Hi,
I’m trying a very simple exercise in Pyro – to learn the parameters of a univariate normal distribution via MLE. I’m doing this for purely learning purposes. While the MLE is trivial (dataset mean and dataset variance), I am trying to do the same using autograd. I see that there are examples on estimating the full Bayesian via SVI, however, I am unaware of examples on the trivial MLE.
import pyro
import pyro.distributions as dist
uv_normal = dist.Normal(loc=1., scale=1.)
train_data = uv_normal.sample([10000])
Once I have the samples, I create a loc parameter.
pyro.clear_param_store()
loc = pyro.param("loc", init_tensor=torch.tensor(0.1))
and then use simple gradient descent where I compute the gradient of the negative log likelihood (-torch.mean(to_train.log_prob(train_data)) to update loc.
for i in range(10):
to_train = dist.Normal(loc=loc, scale=1.0)
loss = -torch.mean(to_train.log_prob(train_data))
loss.backward()
print(to_train, loss, loc, loc.grad)
loc = loc - 0.00001*loc.grad
However, I get the output and the error below:
Normal(loc: 0.10000000149011612, scale: 1.0) tensor(1.4146, grad_fn=<NegBackward0>) tensor(0.1000, requires_grad=True) tensor(0.0800)
Normal(loc: 0.09999920427799225, scale: 1.0) tensor(1.4146, grad_fn=<NegBackward0>) tensor(0.1000, grad_fn=<SubBackward0>) None
TypeError Traceback (most recent call last)

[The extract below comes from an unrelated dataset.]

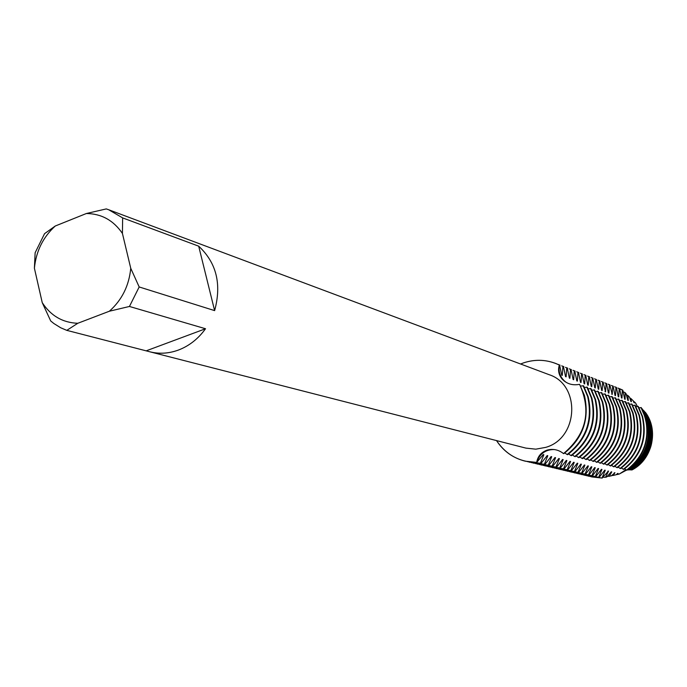 <?xml version="1.0" encoding="UTF-8"?>
<svg xmlns="http://www.w3.org/2000/svg" width="687" height="687" viewBox="0 0 687 687"><rect width="100%" height="100%" fill="white"/><g stroke="black" fill="none" stroke-linecap="round" stroke-linejoin="round"><path stroke-width="1.03" d="M624.887 470.406L626.372 470.02L619.288 474.039L624.887 470.406M627.3 469.865L628.021 469.788L627.3 469.865M628.957 469.736L629.618 469.736L628.957 469.736M629.936 469.753L631.92 469.968L629.936 469.753M645.265 412.191L648.193 416.863L645.265 412.191C659.168 430.01 652.298 459.809 631.92 469.968L631.353 469.771M637.201 406.446L635.673 403.132L637.201 406.446M139.178 286.96L130.745 268.274L122.423 233.434C113.475 220.347 101.461 213.709 86.382 213.511L106.27 208.917L108.692 209.75L122.647 217.899L198.689 246.178C216.491 262.726 221.807 284.203 214.627 310.618L139.178 286.96L129.448 306.462L205.525 328.747C198.2 338.871 189.123 345.99 178.294 350.104C168.719 353.573 159.238 354.131 149.843 351.796L66.794 330.361L60.671 327.759L53.861 323.517L50.709 320.966L42.242 302.649L34.402 268.222C36.102 251.202 43.058 237.127 55.269 226.006L44.561 233.657L35.131 252.747L34.402 268.222M108.692 209.75L548.99 374.638C580.953 384.686 578.669 438.263 545.71 447.374L535.8 449.169L525.899 448.113L149.843 351.796M546.912 455.833L547.797 455.713L547.221 455.575L540.995 463.433L540.42 463.287L543.846 454.717L543.271 454.571L536.702 462.403C539.681 453.763 545.53 449.478 554.263 449.547C545.53 449.478 539.681 453.763 536.702 462.403C537.698 456.451 541.064 452.389 546.818 450.208L547.728 449.942C553.464 448.628 558.729 449.848 563.512 453.592L563.795 453.66C582.868 438.615 589.747 419.19 584.431 395.377L579.579 384.334C591.67 411.29 586.312 434.373 563.512 453.592C586.312 434.373 591.67 411.29 579.579 384.334C572.529 385.682 566.672 383.878 562.009 378.932C558.668 374.733 557.775 370.104 559.33 365.055C558.213 372.534 560.609 378.374 566.5 382.582C560.609 378.374 558.213 372.534 559.33 365.055L556.015 363.578M523.374 362.934C535.723 358.846 547.702 359.55 559.33 365.055L555.869 363.517C545.186 359.447 534.357 359.258 523.374 362.934L520.583 363.998L523.374 362.934M631.619 469.917L628.871 469.796M628.116 469.848L627.128 469.985M624.62 468.809L626.501 470.123L619.313 474.013M635.681 403.175L637.338 406.421M536.702 462.403C519.587 462.162 506.19 454.888 496.512 440.582C503.477 451.222 513.034 458.083 525.177 461.166L536.702 462.403M66.794 330.361L77.768 323.285C62.68 322.692 50.838 315.814 42.242 302.649M77.768 323.285L109.37 311.22L129.448 306.462M130.745 268.274C129.062 285.706 121.934 300.021 109.37 311.22M86.382 213.511L55.269 226.006M205.525 328.747L146.391 350.756M198.689 246.178L214.627 310.618M122.423 233.434L122.647 217.899M583.074 385.656L587.634 396.536C592.933 420.229 586.08 439.56 567.093 454.528L567.651 454.674C586.629 439.723 593.465 420.41 588.175 396.734L583.615 385.862L580.695 385.991M557.801 364.316L559.75 365.055M586.801 387.056L591.335 397.885C596.608 421.44 589.807 440.659 570.914 455.533L571.472 455.679C590.339 440.814 597.14 421.612 591.868 398.074L587.333 387.262L584.457 387.391M561.665 365.845L563.589 366.566M590.476 388.447L594.994 399.207C600.249 422.634 593.482 441.732 574.693 456.52L575.242 456.666C594.015 441.896 600.773 422.806 595.526 399.405L591.009 388.644L588.166 388.782M565.478 367.347L567.385 368.069M594.118 389.821L598.617 400.521C603.847 423.81 597.115 442.806 578.428 457.508L578.969 457.645C597.647 442.96 604.362 423.982 599.141 400.71L594.641 390.018L591.833 390.147M569.248 368.842L571.137 369.546M597.716 391.178L602.19 401.818C607.402 424.978 600.713 443.862 582.121 458.469L582.653 458.615C601.228 444.017 607.918 425.15 602.705 402.007L598.24 391.375L595.457 391.504M572.975 370.31L574.839 371.014M601.271 392.517L605.728 403.106C610.915 426.129 604.259 444.901 585.771 459.431L586.294 459.569C604.775 445.056 611.421 426.292 606.235 403.286L601.786 392.715L599.038 392.844M576.668 371.77L578.506 372.466M604.783 393.84L609.223 404.368C614.384 427.271 607.772 445.94 589.377 460.376L589.901 460.513C608.278 446.086 614.891 427.434 609.73 404.557L605.299 394.037L602.576 394.166M580.309 373.204L582.129 373.891M608.261 395.154L612.675 405.622C617.819 428.396 611.241 446.962 592.941 461.312L593.456 461.449C611.748 447.108 618.317 428.559 613.173 405.802L608.768 395.343L606.08 395.472M583.916 374.63L585.71 375.308M611.696 396.451L616.093 406.867C621.22 429.512 614.676 447.967 596.471 462.239L596.977 462.377C615.174 448.113 621.709 429.667 616.591 407.039L612.194 396.639L609.541 396.768M587.479 376.038L589.257 376.708M615.097 397.73L619.468 408.087C624.577 430.612 618.068 448.963 599.957 463.15L600.464 463.287C618.558 449.109 625.058 430.766 619.957 408.267L615.586 397.919L612.967 398.048M591 377.429L592.761 378.09M618.455 399.001L622.808 409.297C627.892 431.702 621.426 449.951 603.401 464.06L603.899 464.189C621.915 450.097 628.373 431.857 623.298 409.478L618.944 399.181L616.351 399.31M594.487 378.803L596.222 379.464M621.778 400.255L626.115 410.5C631.181 432.776 624.741 450.93 606.81 464.953L607.308 465.082C625.222 451.067 631.654 432.93 626.596 410.671L622.259 400.435L619.7 400.564M597.93 380.169L599.648 380.813M625.067 401.491L629.386 411.685C634.427 433.841 628.03 451.891 610.185 465.838L610.674 465.966C628.502 452.029 634.9 433.995 629.859 411.857L625.539 401.672L623.015 401.801M601.34 381.508L603.04 382.152M628.322 402.719L632.615 412.853C637.639 434.897 631.276 452.845 613.525 466.713L614.006 466.842C631.739 452.982 638.103 435.043 633.088 413.024L628.785 402.9L626.286 403.029M604.706 382.848L606.389 383.483M631.533 403.93L635.81 414.012C640.816 435.936 634.479 453.789 616.823 467.581L617.295 467.71C634.951 453.927 641.272 436.082 636.274 414.184L631.997 404.111L629.524 404.231M608.038 384.162L609.704 384.789M634.711 405.132L638.97 415.163C643.951 436.966 637.656 454.725 620.086 468.44L620.559 468.56C638.12 454.863 644.406 437.112 639.434 415.326L635.174 405.304L632.727 405.433M611.336 385.467L612.984 386.085M637.862 406.318L642.105 416.296C647.06 437.988 640.799 455.644 623.315 469.281L623.779 469.41C641.254 455.782 647.515 438.134 642.551 416.459L638.317 406.489L635.896 406.618M614.599 386.755L616.23 387.365M640.971 407.494L645.196 417.421C650.134 438.993 643.908 456.563 626.51 470.123L626.888 470.157C644.243 456.649 650.46 439.139 645.54 417.636L641.306 407.709L639.03 407.786M617.828 388.026L622.843 390.285L624.672 399.147L625.127 399.327L625.093 392.646L626.055 393.651L627.815 400.349L628.27 400.521L627.909 395.532L629.498 397.129L630.932 401.534L631.379 401.706L630.906 398.529L633.251 400.813L634.007 402.702L634.453 402.874L634.178 401.706L635.673 403.132M619.322 388.593L622.611 390.044M642.336 408.928L646.647 418.907C651.431 439.903 645.299 456.907 628.244 469.934L628.768 469.865C645.72 457.044 651.834 440.23 647.111 419.431L643.813 411.315L641.959 408.963C652.1 433.059 647.025 453.463 626.742 470.183M622.843 391.599L625.093 392.646M643.444 410.199L647.961 420.41C652.581 440.882 646.484 457.336 629.678 469.771L630.357 469.736C647.094 457.628 653.2 441.458 648.657 421.208L645.531 413.488L643.444 410.199M626.166 394.664L627.901 395.532M644.38 411.247L649.258 421.887C653.723 441.973 647.601 457.92 630.872 469.728L631.525 469.796C648.339 458.487 654.556 442.875 650.194 422.96L647.223 415.626L644.243 411.23M629.653 397.85L630.906 398.529M647.601 416.116L650.537 423.355C654.866 443.235 648.588 458.727 631.722 469.848M633.405 401.242L634.178 401.706M564.791 452.948L567.093 454.528M568.638 453.97L570.914 455.533M572.443 454.983L574.693 456.529M576.213 455.979L578.428 457.508M579.922 456.967L582.121 458.469M583.598 457.937L585.771 459.431M587.239 458.899L589.377 460.376M590.829 459.852L592.941 461.312M594.375 460.797L596.471 462.239M597.888 461.724L599.957 463.158M601.365 462.652L603.401 464.06M604.8 463.553L606.81 464.953M608.193 464.455L610.185 465.838M611.55 465.348L613.517 466.713M614.874 466.224L616.823 467.581M618.163 467.1L620.086 468.44M621.409 467.959L623.315 469.281M627.695 469.59L628.244 469.934M629.232 469.547L629.678 469.771M619.279 474.039L617.355 474.485L618.128 473.523L617.665 473.403L616.162 474.751L613.122 475.456L614.959 472.725M614.247 472.811L614.959 472.716L611.293 475.885L607.128 476.409M609.214 476.374L611.765 471.909L611.293 471.789L606.784 476.95L605.513 477.259L608.536 471.093M607.797 471.188L608.527 471.093L602.001 478.023L605.264 470.269L604.783 470.14M604.783 470.148L599.176 477.345L598.695 477.233L601.967 469.427M601.219 469.522L601.958 469.427L601.477 469.307L595.835 476.546L595.346 476.434L598.626 468.586L598.137 468.457L592.46 475.739L591.962 475.619L595.251 467.727L594.753 467.607L589.042 474.923L588.536 474.803L591.842 466.868L591.335 466.739L585.59 474.099L585.084 473.978L588.39 465.992L587.883 465.863L582.095 473.266L581.588 473.137L584.903 465.116L584.397 464.979L578.566 472.416L578.05 472.295L581.382 464.223M580.584 464.318L581.382 464.214L580.858 464.086L575.002 471.565L574.478 471.437L577.819 463.321M577.011 463.424L577.819 463.313L577.295 463.184L571.386 470.698L558.265 468.981M570.863 470.578L574.212 462.403L573.679 462.265L567.737 469.831L567.204 469.702L570.571 461.484L570.03 461.346L564.053 468.946L563.512 468.817L566.878 460.548L566.337 460.41L560.317 468.053L559.768 467.916L563.151 459.603L562.601 459.466L556.539 467.151L555.989 467.014L559.381 458.65L558.823 458.512L552.726 466.233L552.159 466.104L555.568 457.688L555.002 457.542L548.861 465.314L548.295 465.176L551.704 456.709L551.137 456.563L544.954 464.378L544.379 464.24L547.797 455.721M559.613 365.166L561.717 375.171L562.284 375.385L562.919 366.472M563.477 366.686L565.564 376.631L566.122 376.845L566.741 367.974M567.29 368.198L569.36 378.082L569.909 378.288L570.519 369.469M571.069 369.683L573.121 379.507L573.662 379.722L574.255 370.946M574.796 371.16L576.831 380.924L577.372 381.13L577.947 372.406M578.48 372.612L580.506 382.324L581.03 382.53L581.597 373.848M582.129 374.054L584.13 383.707L584.654 383.904L584.044 383.509M584.663 383.904L585.212 375.274M585.736 375.48L587.72 385.072L588.235 385.27L588.776 376.682M589.3 376.888L591.267 386.42L591.782 386.618L592.306 378.073M592.821 378.279L594.779 387.76L595.286 387.957L595.801 379.456M596.307 379.653L598.248 389.082L598.746 389.271L599.253 380.813M599.751 381.01L601.675 390.388L602.173 390.577L602.662 382.161M603.16 382.358L605.556 391.873L604.989 391.504M605.565 391.865L606.037 383.501M606.527 383.69L608.424 392.964L608.914 393.144L609.378 384.814M609.867 385.003L612.22 394.407L611.662 394.046M612.229 394.407L612.684 386.12M613.165 386.309L615.028 395.472M615.028 395.48L615.5 395.66L615.947 387.408M616.428 387.597L618.274 396.717L618.747 396.888L619.185 388.687M619.648 388.868L621.495 397.936L621.958 398.117L622.379 389.95M648.193 416.863C657.047 438.924 651.62 456.632 631.92 469.968M617.355 474.485L616.342 474.58M633.938 402.548L634.453 402.874M618.128 473.523L617.424 473.609M630.855 401.371L631.379 401.706M627.738 400.178L628.27 400.521M624.595 398.984L625.127 399.327M641.203 407.58L642.087 409.117M621.417 397.764L621.958 398.117M618.197 396.545L618.747 396.888M614.951 395.3L615.5 395.66M608.347 392.784L608.914 393.144M601.597 390.207L602.173 390.577M598.162 388.902L598.746 389.271M594.693 387.571L595.286 387.957M591.181 386.231L591.782 386.618M587.634 384.883L588.235 385.27M580.412 382.127L581.03 382.53M576.745 380.727L577.372 381.13M573.027 379.31L573.662 379.722M569.274 377.876L569.909 378.288M565.47 376.424L566.122 376.845M561.623 374.956L562.284 375.385M613.122 475.456L611.567 475.533M611.765 471.909L611.044 472.003M605.513 477.259L602.911 477.25M602.001 478.023L590.021 476.512M605.264 470.269L604.526 470.355M588.33 476.134L599.176 477.345M598.695 477.233L586.646 475.713M584.938 475.327L595.835 476.546M595.346 476.434L583.229 474.897M598.626 468.586L597.87 468.68M581.503 474.519L592.452 475.739M591.962 475.619L579.776 474.082M595.251 467.727L594.487 467.83M578.033 473.695L589.042 474.923M588.536 474.803L576.29 473.257M591.842 466.868L591.069 466.962M574.53 472.862L585.59 474.099M585.084 473.978L572.76 472.416M588.39 465.992L587.608 466.095M570.983 472.021L582.095 473.266M581.588 473.137L569.197 471.574M584.903 465.108L584.113 465.211M567.393 471.17L578.566 472.416M578.05 472.295L565.599 470.715M563.769 470.312L575.002 471.565M574.478 471.437L561.949 469.856M560.111 469.444L571.386 470.698M574.212 462.403L573.396 462.506M556.401 468.568L567.737 469.831M567.204 469.702L554.538 468.096M570.562 461.484L569.738 461.587M552.649 467.675L564.053 468.946M563.512 468.817L550.768 467.203M566.878 460.548L566.045 460.659M548.861 466.782L560.317 468.053M559.768 467.916L546.955 466.293M563.151 459.603L562.301 459.715M545.031 465.872L556.539 467.151M555.989 467.014L543.099 465.382M559.381 458.65L558.522 458.761M541.15 464.953L552.726 466.233M552.159 466.104L539.201 464.455M555.56 457.679L554.692 457.8M537.225 464.017L548.861 465.314M548.295 465.176L535.25 463.519M551.704 456.709L550.828 456.821M533.258 463.081L544.954 464.378M544.379 464.24L531.257 462.574M529.239 462.128L540.995 463.424M540.42 463.287L527.221 461.612M543.846 454.717L542.945 454.837M525.332 461.2L536.994 462.471M602.241 478.083L591.567 476.907M547.728 449.942L551.609 449.401M564.319 381.139L562.009 378.932M560.034 365.166L559.476 364.943M563.872 366.678L563.314 366.454M567.66 368.172L567.11 367.957M571.404 369.658L570.863 369.443M575.113 371.117L574.572 370.911M578.772 372.569L578.239 372.354M582.396 373.994L581.863 373.788M585.968 375.411L585.453 375.205M589.515 376.811L588.999 376.605M593.01 378.193L592.503 377.996M596.471 379.559L595.972 379.361M599.897 380.916L599.399 380.718M603.28 382.255L602.791 382.058M606.63 383.578L606.149 383.38M609.944 384.883L609.463 384.694M613.225 386.18L612.752 385.991M616.471 387.459L615.999 387.279M647.223 415.626L646.184 414.321M645.531 413.488L644.758 412.509M643.813 411.315L643.307 410.671M529.54 462.196L528.947 462.059M533.55 463.15L532.966 463.012M537.509 464.086L536.933 463.957M541.433 465.022L540.867 464.884M545.306 465.941L544.748 465.803M549.136 466.842L548.587 466.713M552.923 467.744L552.374 467.615M556.676 468.628L556.127 468.5M560.377 469.513L559.836 469.384M564.036 470.38L563.503 470.252M567.66 471.239L567.136 471.11M571.24 472.089L570.725 471.96M574.787 472.922L574.272 472.802M578.291 473.755L577.784 473.635M581.752 474.58L581.254 474.459M585.187 475.387L584.689 475.275M588.579 476.194L588.089 476.074"/></g></svg>

Input In [99], in <module>
7 loss.backward()
8 print(to_train, loss, loc, loc.grad)
----> 9 loc = loc - 0.00001*loc.grad
TypeError: unsupported operand type(s) for *: 'float' and 'NoneType'
Clearly, the gradient becomes None.
Ofcourse, if I visually inspect the loss (NLL) for a discrete set of locs, I get the expected plot:
losses = {}
for i in torch.linspace(-1.0, 1.0, 100):
losses[i.item()] = -torch.sum(dist.Normal(loc=i, scale=1.0).log_prob(train_data)).item()
import pandas as pd
pd.Series(losses).plot(xlabel=r"$\mu$", ylabel="Loss (NLL)")

However, I was able to use pretty much the same code as above in TF Probability as follows to learn the MLE for loc.
Working TensorFlow Probability code for the same problem
import tensorflow as tf
import tensorflow_probability as tfp
uv_normal = tfd.Normal(loc=0., scale=1.)
train_data = uv_normal.sample(10000)
to_train = tfd.Normal(loc = tf.Variable(-1., name='loc'), scale = 1.)
def nll(train):
return -tf.reduce_mean(to_train.log_prob(train))
def get_loss_and_grads(train):
with tf.GradientTape() as tape:
tape.watch(to_train.trainable_variables)
loss = nll(train)
grads = tape.gradient(loss, to_train.trainable_variables)
return loss, grads
optimizer = tf.keras.optimizers.Adam(learning_rate=0.01)
iterations = 500
losses = np.empty(iterations)
vals = np.empty(iterations)
for i in range(iterations):
loss, grads = get_loss_and_grads(train_data)
losses[i] = loss
vals[i] = to_train.trainable_variables[0].numpy()
optimizer.apply_gradients(zip(grads, to_train.trainable_variables))
if i%50 == 0:
print(i, loss.numpy())
After the 500 iterations, I am able to learn the correct loc in TFP.
- I wanted to check if I am making a mistake or missing something obvious. Or, in short, what would be the best way to compute the MLE for the above problem for estimating the parameters of the distribution?
- What would be an efficient way to write the following code:
for i in torch.linspace(-1.0, 1.0, 100):
losses[i.item()] = -torch.sum(dist.Normal(loc=i, scale=1.0).log_prob(train_data)).item()
If I’m able to get this to work, I’d be happy to make PRs to the documentation and add examples on MLE, MAP, and Full Bayesian (via SVI). As an example, I created a post on Coin tosses: MLE, MAP and Full Bayesian using TFP. I’d like to be able to get it working on Pyro.